The Student Voice of Forest Hills Central

The Central Trend

The Student Voice of Forest Hills Central

The Central Trend

A junior’s journal: this has never happened

The+tons+of+stories+in+my+Google+Drive+that+Ive+written.
The tons of stories in my Google Drive that I’ve written.

There have been countless times in my life when I have felt like I had nothing to say. When I was a kid and the adults were talking about things I didn’t understand, when I was in school and I didn’t know what was going on, and when I was surrounded by people I called my best friends and they were talking about things no one cared to include me in.

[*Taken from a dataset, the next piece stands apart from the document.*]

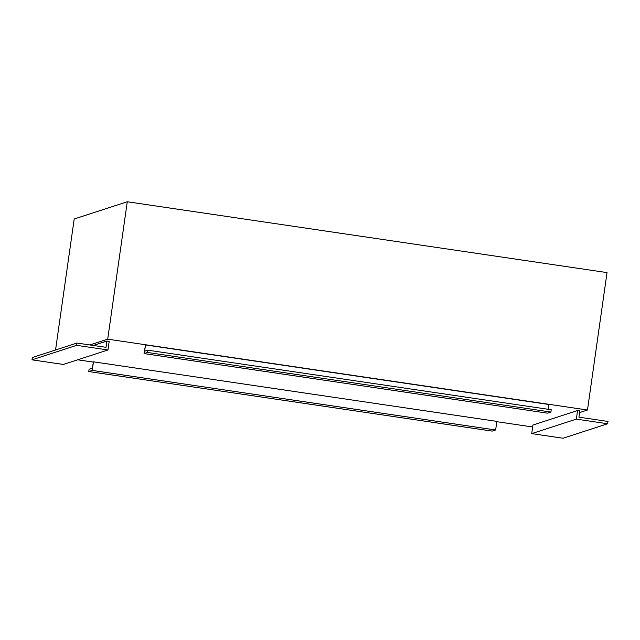 <?xml version="1.0" encoding="UTF-8"?>
<svg xmlns="http://www.w3.org/2000/svg" width="640" height="640" viewBox="0 0 640 640"><rect width="100%" height="100%" fill="white"/><g stroke="black" fill="none" stroke-linecap="round" stroke-linejoin="round"><path stroke-width="0.96" d="M76.624 345.336L32 359.824L32.328 357.536L76.952 343.048L106.016 347.336L106.912 341.04L109.184 341.376L107.968 349.968L76.624 345.336L76.952 343.048M32 359.824L63.336 364.456L107.968 349.968M93.296 345.464L106.912 341.04M89.08 369.248L92.296 368.208L93.448 361.824L92.224 370.416L88.76 371.544L89.08 369.248M88.76 371.544L492.168 431.112L495.64 429.984L496.856 421.392L93.448 361.824M92.224 370.416L495.64 429.984M578.944 417.168L608 421.464L607.672 423.752L576.336 419.128L577.56 410.536L579.84 410.872L578.944 417.168M577.56 410.536L532.928 425.024L531.712 433.616L563.048 438.24L607.672 423.752M531.712 433.616L576.336 419.128M144.616 351.224L147.832 350.176L551.24 409.744L550.92 412.04L147.504 352.472L144.04 353.592L145.512 344.928L144.616 351.224M147.832 350.176L147.504 352.472M144.04 353.592L547.448 413.16L550.92 412.04M548.24 409.304L548.928 404.496L145.512 344.928M579.592 412.568L587.48 410.008L607.032 272.6L127.272 201.76L74.192 218.992L55.552 349.992M587.48 410.008L107.712 339.168L127.272 201.76M107.712 339.168L89.872 344.96M77.68 359.8L93.168 362.08M496.816 421.688L532.656 426.976"/></g></svg>
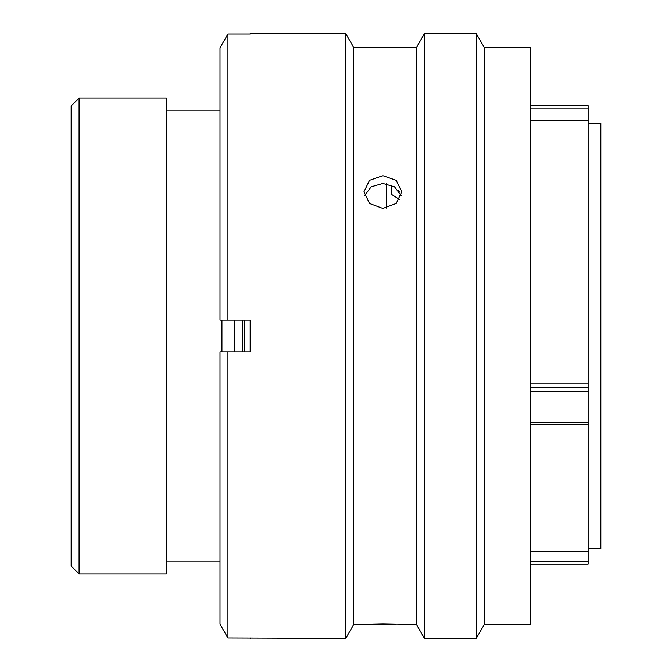 <?xml version="1.0" encoding="UTF-8"?>
<svg xmlns="http://www.w3.org/2000/svg" width="672" height="672" viewBox="0 0 672 672"><rect width="100%" height="100%" fill="white"/><g stroke="black" fill="none" stroke-linecap="round" stroke-linejoin="round"><path stroke-width="1.01" d="M530.342 105.697L588.16 105.697L588.16 108.881L530.342 108.881M71.14 566.017L71.14 105.983L79.078 98.045L79.078 573.955L71.14 566.017M588.16 548.713L600.86 548.713L600.86 123.287L588.16 123.287M386.56 208.085L386.56 183.75M244.49 351.876L244.49 320.124M221.945 351.876L221.945 320.124M220.004 110.191L166.387 110.191M220.004 561.809L166.387 561.809M79.078 573.955L166.387 573.955L166.387 98.045L79.078 98.045M530.342 383.855L588.16 383.855L588.16 551.334L530.342 551.334M588.16 383.855L588.16 108.881M588.16 551.334L588.16 564.194M399.563 199.483L391.524 194.368L391.549 185.203M242.231 320.124L242.231 351.876M234.167 320.124L234.167 351.876M382.872 175.694L369.524 180.331L363.989 191.747L369.516 203.465L382.872 208.412L396.236 203.465L401.764 191.747L396.236 180.331L382.872 175.694M364.526 195.636L371.23 186.808L382.872 183.448L394.514 186.799L401.226 195.628M484.31 47.494L484.31 624.506L530.342 624.506L530.342 47.494L484.31 47.494L476.288 33.6L476.288 638.4L484.31 624.506M416.447 47.494L416.447 624.506L382.872 623.893L353.749 624.506L353.749 47.494L416.447 47.494L424.469 33.6L424.469 638.4L476.288 638.4M424.469 33.6L476.288 33.6M416.447 624.506L424.469 638.4M353.749 47.494L345.727 33.6L345.727 638.4L353.749 624.506M250.169 34.02L227.942 34.02L227.942 320.124L250.169 320.124L250.169 351.876L227.942 351.876L227.942 637.98L345.727 638.4M250.169 33.6L345.727 33.6M369.457 624.204L396.077 624.196M227.942 351.876L220.004 351.876L220.004 624.212L227.942 637.98L220.004 624.212M250.169 638.4L250.169 637.98M220.004 47.788L227.942 34.02L220.004 47.788L220.004 320.124L227.942 320.124M530.342 561.347L588.16 561.347M530.342 387.626L588.16 387.626M530.342 422.453L588.16 422.453M588.16 391.793L530.342 391.793M588.16 120.666L530.342 120.666M530.342 564.228L588.16 564.228M530.342 424.637L588.16 424.637M399.47 192.058L398.538 190.445"/></g></svg>

Right now, I’m again at a point in my life when I feel like I have nothing to say. On so many occasions, I just sit silently. I have nothing to contribute to any conversations. In comparison to other people, I have plenty to talk about—just as much as everyone else, at least—but I feel like there’s nothing for me to say. I do plenty of things that I could talk about, but nothing feels significant enough.

I sometimes just don’t talk, and that’s easy for me. It’s easy not to say anything because a lot of the time, I feel like most people don’t want me to say anything. So, it’s easy not to. When I don’t know what to say, it’s not a problem for anybody.

For all the times that I haven’t known what to say, though, I have almost never had a problem knowing what to write. I have so many ways to find story topics. What did I cry about this week? I’ll write about that. What is something I’m looking forward to? I’ll write about that. What is something amazing that just happened? I’ll write about that.

I have never struggled to write words—only to speak them. But here I am, writing this story about the fact that my writing process isn’t working for me anymore. I’m writing a very cliché story about how I don’t know what to write about.

For all the times that I haven’t known what to say, though, I have almost never had a problem knowing what to write.

I have written a story similar to this several times, but I always found something to say. But now I’m here, writing this story, and the sadness I feel is immense because I’m not used to it. I’m not used to not knowing what to write. I’m not used to putting something out there about the fact that I don’t know what I’m doing.

Because I don’t know what I’m doing. I don’t know what I’m writing because I’m at one of those points where I have nothing to say. And that has somehow taken over my writing. So now, I have nothing to write as well. I don’t know how to accept the fact that, although I have never had this problem, I now don’t know what to write.

This is something very new for me, but my hopes are high that in two weeks, when I write another story, I will have no problems writing. I know that I’m okay with having nothing to say, and for now, I think I’m okay with having nothing to write.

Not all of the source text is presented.